**Description of the task:**
Repeat these records exactly, pictures excluded.

**Records from a data source:**
◇ ◇ ◇ ◇ ◇ ◇ ◇

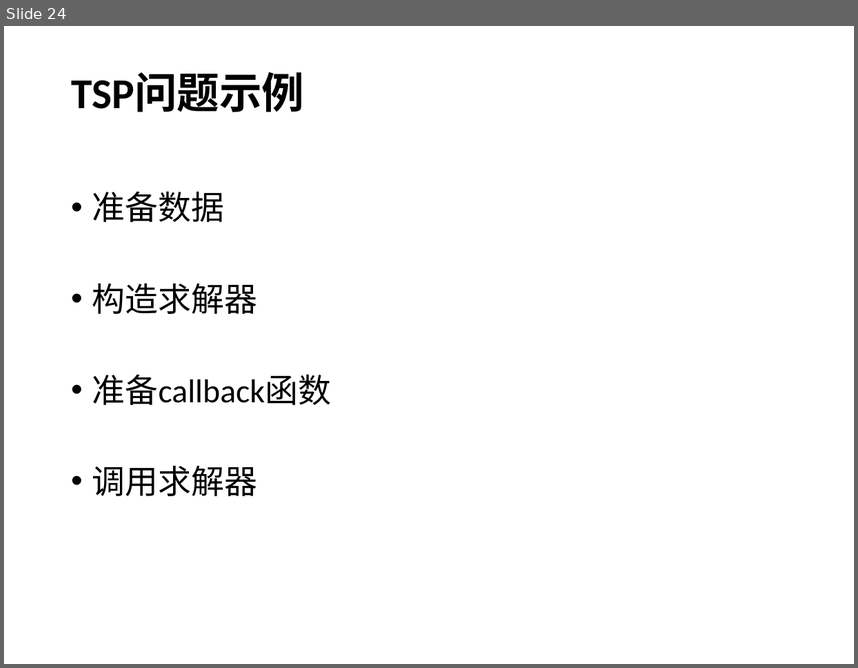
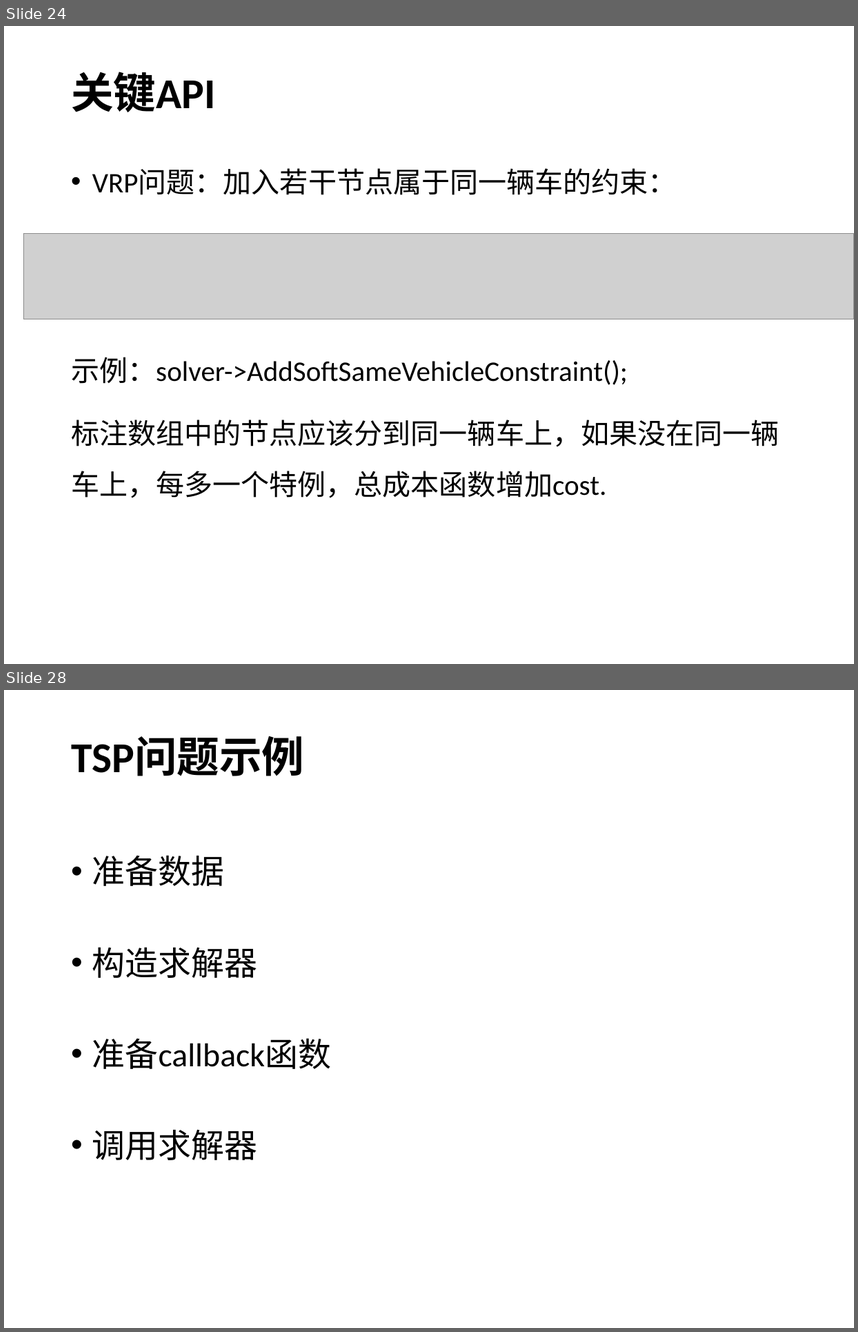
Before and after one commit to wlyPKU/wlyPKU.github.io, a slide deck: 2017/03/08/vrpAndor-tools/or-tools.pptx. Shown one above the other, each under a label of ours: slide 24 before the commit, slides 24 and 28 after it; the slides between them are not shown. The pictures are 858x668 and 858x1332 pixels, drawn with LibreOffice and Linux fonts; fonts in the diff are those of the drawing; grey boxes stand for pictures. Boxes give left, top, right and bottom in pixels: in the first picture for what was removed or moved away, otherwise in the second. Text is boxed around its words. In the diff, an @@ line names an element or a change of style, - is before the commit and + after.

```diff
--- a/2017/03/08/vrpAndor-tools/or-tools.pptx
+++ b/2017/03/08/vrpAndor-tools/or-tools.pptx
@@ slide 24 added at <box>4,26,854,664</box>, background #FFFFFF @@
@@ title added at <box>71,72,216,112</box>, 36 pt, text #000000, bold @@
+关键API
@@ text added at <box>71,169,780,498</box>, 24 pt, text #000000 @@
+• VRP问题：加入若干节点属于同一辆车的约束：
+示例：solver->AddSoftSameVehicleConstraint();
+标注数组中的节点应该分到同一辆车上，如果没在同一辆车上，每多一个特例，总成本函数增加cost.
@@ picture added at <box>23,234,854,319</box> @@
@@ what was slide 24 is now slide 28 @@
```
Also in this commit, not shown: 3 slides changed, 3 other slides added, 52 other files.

◇ ◇ ◇ ◇ ◇ ◇ ◇

**Problem solution:**
Before and after one commit to wlyPKU/wlyPKU.github.io, a slide deck: 2017/03/08/vrpAndor-tools/or-tools.pptx. Shown one above the other, each under a label of ours: slide 24 before the commit, slides 24 and 28 after it; the slides between them are not shown. The pictures are 858x668 and 858x1332 pixels, drawn with LibreOffice and Linux fonts; fonts in the diff are those of the drawing; grey boxes stand for pictures. Boxes give left, top, right and bottom in pixels: in the first picture for what was removed or moved away, otherwise in the second. Text is boxed around its words. In the diff, an @@ line names an element or a change of style, - is before the commit and + after.

```diff
--- a/2017/03/08/vrpAndor-tools/or-tools.pptx
+++ b/2017/03/08/vrpAndor-tools/or-tools.pptx
@@ slide 24 added at <box>4,26,854,664</box>, background #FFFFFF @@
@@ title added at <box>71,72,216,112</box>, 36 pt, text #000000, bold @@
+关键API
@@ text added at <box>71,169,780,498</box>, 24 pt, text #000000 @@
+• VRP问题：加入若干节点属于同一辆车的约束：
+示例：solver->AddSoftSameVehicleConstraint();
+标注数组中的节点应该分到同一辆车上，如果没在同一辆车上，每多一个特例，总成本函数增加cost.
@@ picture added at <box>23,234,854,319</box> @@
@@ what was slide 24 is now slide 28 @@
```
Also in this commit, not shown: 3 slides changed, 3 other slides added, 52 other files.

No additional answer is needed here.